Yürek Burkan Bir Öykü: Ailesiyle Alışverişe Giden Gencin Dramı



"Bu öyküden sonra biz insanlar ne kadar zalimiz diye, kendinizi tokatlayacaksınız.

Nii York Tayms

Zen’in dramı , ibretlik bir öykü.Hepimizin alacağı dersler var.

Hınca Le Uluchotti

Genç Werther ,Zen’in yanında acı çektim demesin.Uzun ama akıcı bir öykü.

Bild"

Ankara’ya sonbahar gelmişti,belki klasik sonbahar efekti olan dökülmüş yaprakları sokaklarda göremiyordu ama artık evin içinde ,her yanı başka içme gecelerinde sigara yanığı olmuş dünyanın en rahat giysisi ;siyah ,yanları beyaz çizgili ,aralarda denizin fırtına sonrası aldığı mavi renklerle bezeli,yeri geldiğinde terside giyilebilen şortunu giyemiyordu artık Zen.Bu durumu o sabah net olarak idrak etmişti,çünkü uyandığında götü buz kesmişti.Küçük bir seramoniyle katladı dünyanın en şahane şortunu ve hem yatarken giyilir hem de spor yaparken çok işlevsel lan bu diyerek aldığı eşofman altını giydi.Bir damla yaş bıraktı şortunun üstüne vedalaşırken.Bu faslı çok sürdüremedi çünkü içerden “Hadi oğlum kahvaltı soğuyo gelseneee” diyerek vicdansızca bağıran annesinin sesi tüm evi çınlatıyordu.Annenin dellendiğini gören baba gazı alarak bu çağırma işlevini bir küfürle süslüyordu artık.Babalar böyledir;evin reisidir,kralı/padişahıdır ama bunu sürdürmek için annenin onayı ve desteğine muhtaçtırlar ve ne yazık ki hiçbiri bunun farkında da değildir.İşte Zen bu döngünün bir kurbanı olarak sabah sabah küfrü yiyordu ve kös kös felaketinin başlangıcı olacağını bilmediği o kahvaltı masasına yaklaşıyordu.

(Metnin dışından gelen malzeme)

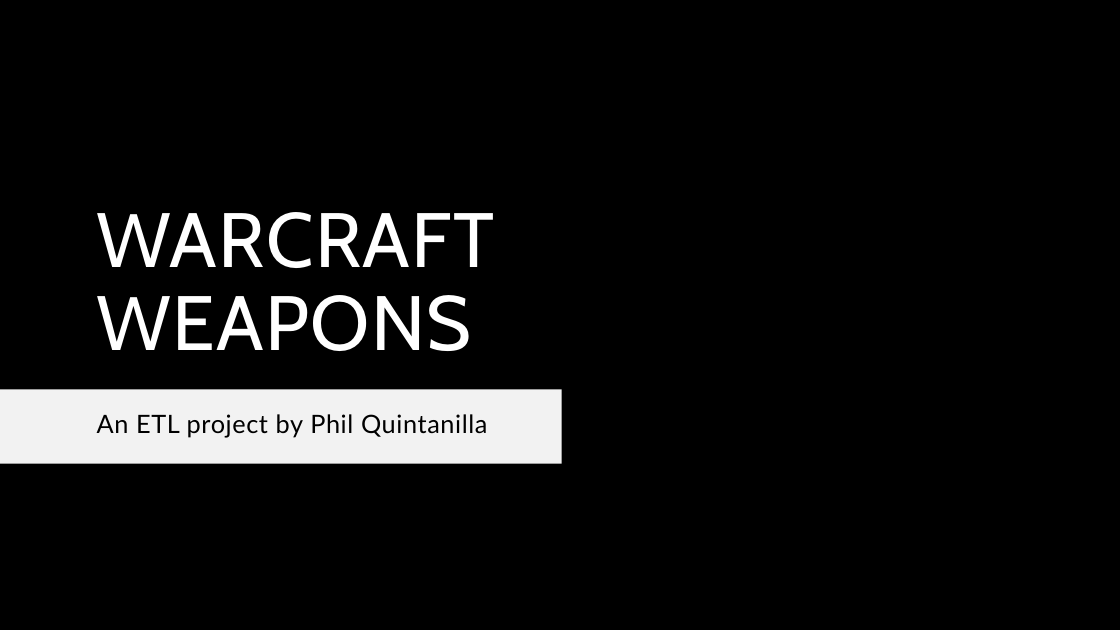
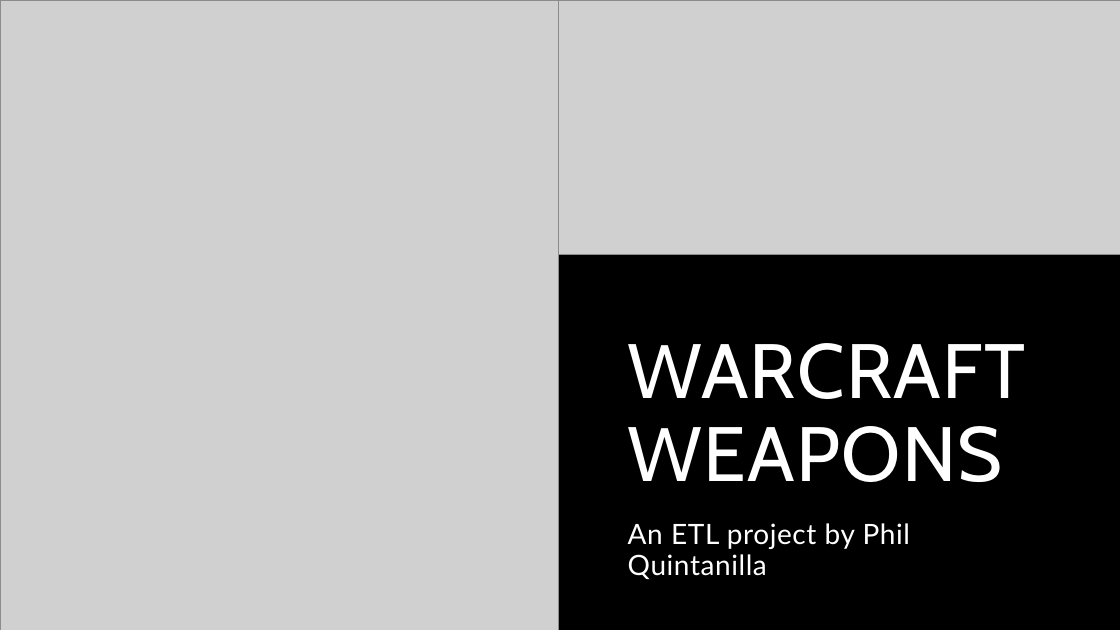
Before and after one commit to Quintanilla1002/ETL_Project, a slide deck: slide 1 of Warcraft_weapons/Warcraft weapons Presentation.pptx. Drawn at 1120x630 pixels with LibreOffice and Linux fonts; fonts in the diff are those of the drawing; grey boxes stand for pictures; background and template pictures are left out. Boxes give left, top, right and bottom in pixels: in the first picture for what was removed or moved away, otherwise in the second. Text is boxed around its words. In the diff, an @@ line names an element or a change of style, - is before the commit and + after.

Commit message:
Finished powerpoint presentation

```diff
--- a/Warcraft_weapons/Warcraft weapons Presentation.pptx
+++ b/Warcraft_weapons/Warcraft weapons Presentation.pptx
@@ picture added at bbox=[0, 0, 559, 630] @@
@@ picture added at bbox=[559, 0, 1120, 255] @@
@@ rectangle removed at bbox=[0, 178, 562, 389] @@
@@ title "WARCRAFT WEAPONS": place and size @@
-title "WARCRAFT WEAPONS" at bbox=[97, 212, 495, 351]
+title "WARCRAFT WEAPONS" at bbox=[628, 343, 1026, 482]
@@ title "WARCRAFT WEAPONS" at bbox=[628, 343, 1026, 482]: vertical alignment middle to bottom @@
@@ rectangle removed at bbox=[0, 389, 562, 464] @@
@@ subtitle "An ETL project by Phil ...": place and size @@
-subtitle "An ETL project by Phil ..." at bbox=[97, 414, 488, 438]
+subtitle "An ETL project by Phil ..." at bbox=[628, 523, 910, 579]
@@ subtitle "An ETL project by Phil ..." at bbox=[628, 523, 910, 579]: size 21.7 to 24 pt, text colour #000000 to #FFFFFF; line spacing 0.81 to 0.91 @@
```
Also in this commit, not shown: 11 slides added, 1 slide removed.

Bayramın son günüydü ve babanın kişisel şovu uğruna çocuklarını akrabalara kötülediği,bunlar köy yaşamından ne anlar konseptli köy ziyaretinden önceki gün dönülmüştü.Dört kişilik ailenin bu yakınlarda bir arada olacağı son iki gündü artık.Zen masaya oturduğunda kahvaltı mevzusu,babanın kredi kartını giderayak sömürelim amacının ihtiyaçlar var kolpası altında dile gelmiş haliydi.Kahvaltı sonrası alışverişe gidilmesi kararı Zen ilk lokmayı yutarken çoktan alınmıştı bile.Baba karşı çıkacak gibi olurken “sana da bir takım elbise lazım,asıl onu alalım” diyerek anne adeta çocuk kandırır gibi bağlamıştı babayı.Zaten son iki gündür el öpmekten,nasihat dinlemekten,sen beni tanıdın mı diyerek kazık kadar adama bebe muamelesi yapan bir günlük akrabadan(one day relative) sıtkı sıyrılan Zen gayet efendi biçimde onlara katılmayacağını evde oturup kafa dinlemek istediğini beyan etmişti.”Bir daha ne zaman araba kullanacksın,tişört alman gerekmiyor mu senin,oğlum bak gidiyoruz bir daha ne zaman görüşeceğiz”.Anne babaya yaptığını Zen’e de yapıyordu ve babasına için için gülen Zen ,annenin yarattığı etki altında “Uff tamam yaa” tepkisiyle gelmeyi kabul ediyordu.Dünyada kötülük artıyordu,bir süredir grileşen beyazlar iyice siyaha dönmeye başlamıştı.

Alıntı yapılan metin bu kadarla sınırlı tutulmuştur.